¹ H NMR (300 MHz, CDCl ₃ ): δ 8.76-8.74 (m, 1H), 8.02-7.89 (m, 2H), 7.51-7.40 (m, 5H), 4 .87-4.45 (m, 2H), 4.23-4.04 (m, 1H), 3.87-3.71 (m, 1H), 3.07-2.85 (m, 2H)
ObsMS [M + 1]: 384, 386
Rt (min): 1.73

2- (5-Bromopyridin-2-yl) -4,5,6,7-tetrahydro [1,3] oxazolo [4,5-c] pyridine used in the production of Example 5 (Preparation Example 5- 3) was prepared by the following method using benzyl 4-{[(methylsulfonyl) oxy] imino} piperidine-1-carboxylate and 5-bromopicolinic acid.

Production Example 5-1
Suspension of 1,4-dioxane (12 mL) of benzyl 3-{[(5-bromopyridin-2-yl) carbonyl] amino} -4-oxopiperidine-1-carboxylate 5-bromopicolinic acid (2.32 g) Thionyl chloride (1.25 mL) was added to the solution and stirred at 110 ° C. for 2 hours. The solvent was distilled off under reduced pressure to obtain 5-bromopicolinoyl chloride hydrochloride (2.46 g) as a solid. Used in the next reaction without purification.

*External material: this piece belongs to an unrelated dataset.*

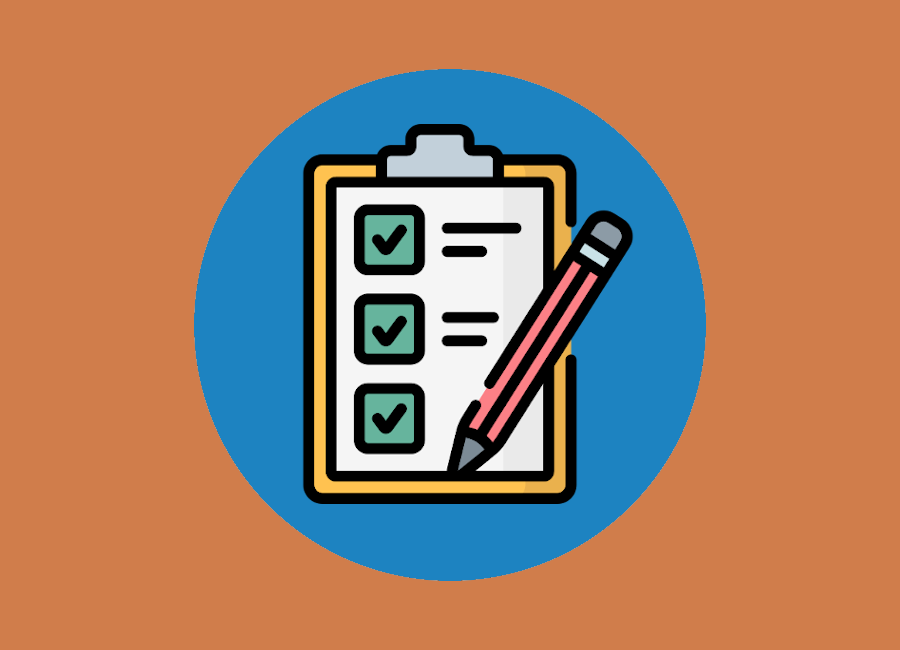
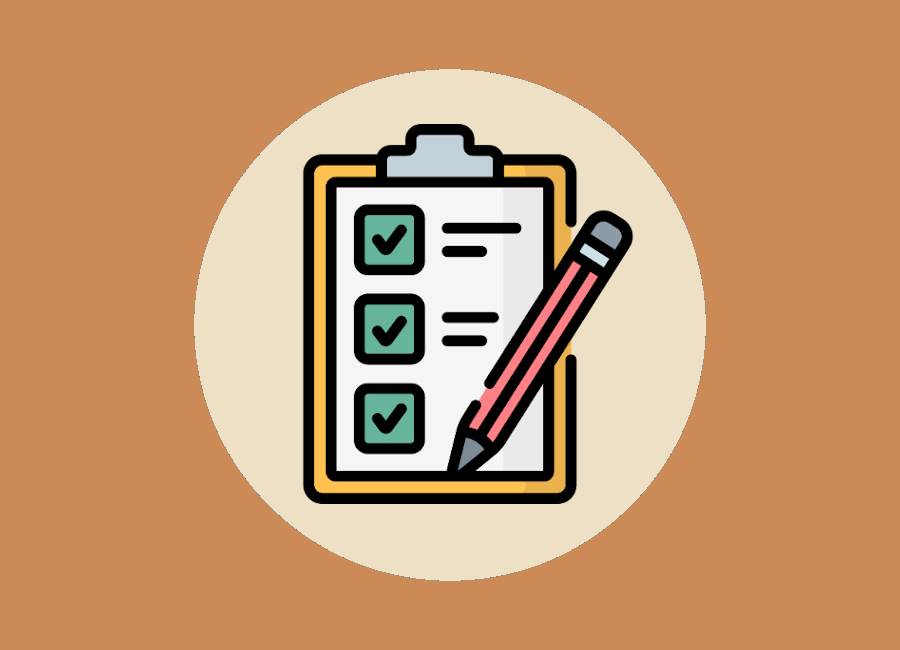
Before/after of a 900 × 650 layered artwork. What changed in the layer stack:
painted on "Pasted Layer" over [194, 69, 706, 581]
painted on "Background" over [0, 0, 900, 650]

Magnesium sulfate (2.41 g) was added to a dichloromethane-methanol solution (1/1, 20 mL) of benzyl 4-{[(methylsulfonyl) oxy] imino} piperidine-1-carboxylate (3.26 g), and ice-cooled. Sodium methoxide / methanol solution (5 mol / L, 3.4 mL) was added dropwise over 5 minutes. After stirring at room temperature for 1 hour, insoluble matters were removed by filtration through Celite, and the solvent was distilled off under reduced pressure until the total weight reached 10 g. Chloroform was added to the residue, washed with water and saturated brine, and dried over anhydrous sodium sulfate. The solvent was distilled off under reduced pressure, chloroform was added to the residue, and the solvent was distilled off under reduced pressure.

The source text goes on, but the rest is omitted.